The finite-word representation of fractional numbers is known as fixed-point. Fixed-point is an interpretation of a 2's compliment number usually signed but not limited to sign representation. It extends our finite-word length from a finite set of integers to a finite set of rational real numbers [1]. A fixed-point representation of a number consists of integer and fractional components. The bit length is defined as:

$$

X_{Nbits} = X_{Integer Nbits} + X_{Fraction Nbits} + 1

$$

**IWL** is the integer word length, **FWL** is the fractional word length, and **WL** is the word length. For 2's compliment fixed-point representation $ WL = 1 + IWL + FWL $. With this representation the range of the number is $ \left[ -2^{IWL}, 2^{IWL} \right) $ and a step size (resolution) of $ 2^{-FWL} $ [2]. The fixed-point number is defined by its format *wl*, *iwl*, *fwl* or its properties *range*, *resolution*, and *bias*.

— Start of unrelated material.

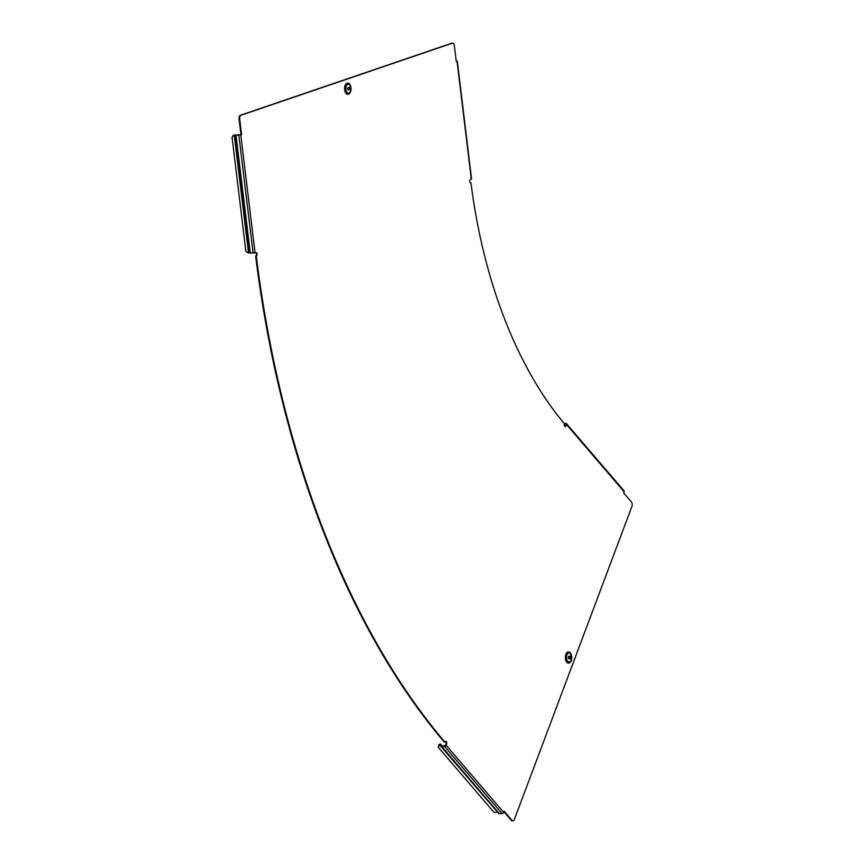 <?xml version="1.0" encoding="UTF-8"?>
<svg xmlns="http://www.w3.org/2000/svg" width="864" height="864" viewBox="0 0 864 864"><rect width="100%" height="100%" fill="white"/><g stroke="black" fill="none" stroke-linecap="round" stroke-linejoin="round"><path stroke-width="1.3" d="M348.948 89.424A1.318 0.756 89.1 0 0 348.97 88.063A1.318 0.756 89.1 0 0 348.289 87.372A1.318 0.756 89.1 0 0 347.684 87.955A1.318 0.756 89.1 0 0 347.663 89.316A1.318 0.756 89.1 0 0 348.332 90.007A1.318 0.756 89.1 0 0 348.948 89.424M456.203 61.042L457.304 61.139L456.268 61.56L454.367 45.803A3.208 1.836 89.1 0 0 452.52 43.2A3.208 1.836 89.1 0 0 452.185 43.254L451.559 43.265A3.208 1.836 -90.9 0 1 451.883 43.211A3.208 1.836 -90.9 0 1 452.207 43.254L241.099 115.225A3.208 1.836 89.1 0 0 239.684 118.984L239.058 118.994L240.959 134.752L234.274 135.086A3.208 3.132 124.3 0 0 232.2 138.521L245.711 250.096A3.208 3.132 124.3 0 0 248.519 252.806L248.4 252.796M239.684 118.984L241.596 134.752L236.012 135.346L237.524 147.852L236.358 146.588L236.693 148.878L237.395 148.781M240.808 135.011L255.064 252.893L248.53 252.882M236.012 135.346L234.263 135.011L248.519 252.806M235.764 134.881L235.008 135L236.704 146.275M493.171 807.008L498.593 813.337A1.415 0.95 139.4 0 0 499.284 813.661L502.124 813.618A1.415 0.95 139.4 0 0 503.723 812.43L504.155 811.264L511.855 820.238A3.208 1.836 89.1 0 0 512.903 820.789A3.208 1.836 89.1 0 0 514.393 819.374L631.94 506.39A3.208 1.836 89.1 0 0 631.4 501.941L623.7 492.955L624.143 491.789L566.59 424.613L566.147 425.79A1.771 1.004 89.1 0 1 565.51 426.524A1.771 1.004 89.1 0 1 565.326 426.557A1.771 1.004 89.1 0 1 564.419 425.628A1.771 1.004 89.1 0 1 564.462 423.792A385.96 220.525 -90.9 0 1 470.966 182.898A1.771 1.004 -90.9 0 1 470.956 182.909A1.771 1.004 -90.9 0 1 470.772 182.941A1.771 1.004 -90.9 0 1 469.746 181.354A1.771 1.004 -90.9 0 1 470.534 179.442L471.571 179.021L457.304 61.139M569.236 658.778A1.318 0.756 -90.9 0 1 569.095 658.8A1.318 0.756 -90.9 0 1 568.328 657.623A1.318 0.756 -90.9 0 1 568.922 656.197A1.318 0.756 -90.9 0 1 569.052 656.176A1.318 0.756 -90.9 0 1 569.819 657.353A1.318 0.756 -90.9 0 1 569.236 658.778M497.362 811.901L439.204 744.433A1.415 0.95 -40.6 0 1 440.845 744.412L439.484 744.876M255.712 252.677A1.771 1.004 -90.9 0 1 256.446 254.459A1.771 1.004 -90.9 0 1 255.647 256.1L256.284 256.09A769.986 439.938 89.1 0 0 444.917 742.111A1.771 1.004 -90.9 0 1 445.727 741.334A1.771 1.004 -90.9 0 1 446.634 742.262A1.771 1.004 -90.9 0 1 446.602 744.088L446.159 745.265A1.415 0.95 139.4 0 1 444.56 746.453L441.731 746.496A1.415 0.95 139.4 0 1 441.04 746.161L440.23 744.865M255.647 256.1A769.986 439.938 89.1 0 0 444.28 742.122L444.917 742.111M239.058 118.994A3.208 1.836 -90.9 0 1 240.462 115.236L241.099 115.225M451.559 43.265L240.462 115.236M565.013 426.47A1.771 1.004 89.1 0 0 565.51 425.79L566.147 425.79M565.985 424.516L565.51 425.79M512.59 820.746A3.208 1.836 -90.9 0 1 512.266 820.8A3.208 1.836 -90.9 0 1 511.218 820.249L511.855 820.238M503.96 811.782L511.218 820.249M445.414 741.431A1.771 1.004 -90.9 0 1 445.975 744.098L444.809 745.816L441.968 745.859L440.791 744.336M255.064 252.893L255.852 252.623A1.771 1.004 -90.9 0 1 256.046 252.59A1.771 1.004 -90.9 0 1 257.072 254.178A1.771 1.004 -90.9 0 1 256.284 256.09M240.959 134.752L241.596 134.752M493.29 806.814L441.158 746.312M493.117 806.944L492.588 806.058M497.005 812.009A3.208 2.354 148 0 1 493.495 811.75L439.02 748.17A3.208 2.354 148 0 1 438.858 747.954L438.588 747.511A3.208 2.354 -32 0 1 439.236 744.487M439.517 744.919A3.208 2.354 148 0 0 438.858 747.954M624.143 491.789A1.415 0.95 -40.6 0 0 624.056 490.882L566.503 423.716A1.415 0.95 -40.6 0 0 565.866 423.457L564.203 423.49M566.59 424.613A1.415 0.95 -40.6 0 0 566.503 423.716M565.628 424.094L564.365 424.116M237.524 147.852L250.279 253.228M249.275 252.871L236.693 148.878L237.017 149.504L237.557 148.046M232.2 138.521L245.711 250.096M246.964 252.234A3.208 3.132 -55.7 0 1 245.57 249.998M232.06 138.424A3.208 3.132 -55.7 0 1 234.133 134.989M350.482 85.73A5.616 3.208 -90.9 0 0 345.092 85.558A5.616 3.208 -90.9 0 0 346.043 93.355A5.616 3.208 -90.9 0 0 350.482 91.843A5.616 3.208 -90.9 0 0 350.568 91.573A5.173 2.959 -90.9 0 1 350.201 92.372A5.173 2.959 -90.9 0 1 346.237 92.675A5.173 2.959 -90.9 0 1 345.6 85.795A5.173 2.959 -90.9 0 1 350.082 84.942A5.173 2.959 -90.9 0 1 350.59 91.519L349.952 84.726A5.476 3.132 -90.9 0 1 350.017 84.845M350.136 92.48A5.476 3.132 -90.9 0 1 350.071 92.599A5.476 3.132 -90.9 0 1 345.881 92.912A5.476 3.132 -90.9 0 1 345.211 85.633A5.476 3.132 -90.9 0 1 349.952 84.726M350.471 91.206A4.493 2.57 -90.9 0 1 346.918 92.416A4.493 2.57 -90.9 0 1 346.162 86.173A4.493 2.57 -90.9 0 1 349.715 84.964A4.493 2.57 -90.9 0 1 350.471 91.206M569.462 662.569A5.173 2.959 89.1 0 0 570.953 661.176A5.173 2.959 89.1 0 0 570.845 653.746A5.173 2.959 89.1 0 0 568.231 652.406A5.173 2.959 89.1 0 0 565.952 658.476A5.173 2.959 89.1 0 0 569.462 662.569M570.78 653.638A5.476 3.132 89.1 0 0 570.715 653.53A5.476 3.132 89.1 0 0 567.94 652.115A5.476 3.132 89.1 0 0 565.531 658.541A5.476 3.132 89.1 0 0 569.246 662.872A5.476 3.132 89.1 0 0 570.834 661.392A5.476 3.132 89.1 0 0 570.899 661.284M569.614 661.9A4.493 2.57 89.1 0 0 571.59 656.629A4.493 2.57 89.1 0 0 568.544 653.076A4.493 2.57 89.1 0 0 566.557 658.346A4.493 2.57 89.1 0 0 569.614 661.9M571.244 654.534A5.616 3.208 89.1 0 0 567.886 651.985A5.616 3.208 89.1 0 0 565.412 658.562A5.616 3.208 89.1 0 0 569.214 663.012A5.616 3.208 89.1 0 0 571.331 660.377M503.723 812.43L446.159 745.265M457.056 61.29L471.323 179.172M445.975 744.098L446.602 744.088M502.124 813.618L444.56 746.453M499.284 813.661L493.171 806.533M493.074 806.425L441.731 746.496M441.709 745.772L441.04 746.161M238.853 135.302L253.12 253.184M237.125 149.288L249.696 253.163M236.174 135.173L235.429 135.281L236.779 146.491M350.579 91.552L350.071 92.599M570.834 661.392L570.715 653.53M451.883 43.211L452.52 43.2M512.266 820.8L512.903 820.789M498.647 813.413L493.139 806.987M491.843 805.475L441.094 746.237"/></g></svg>

As described, a fixed-point number is defined by its range and resolution, instead of the number of bits. When designing a fixed-point system it is logical to use range and resolution requirements and algorithmically resolve the number of bits when it comes time to implement the design. In other words, start with range and resolution when designing / specifying and move to the number of bits required when implementing.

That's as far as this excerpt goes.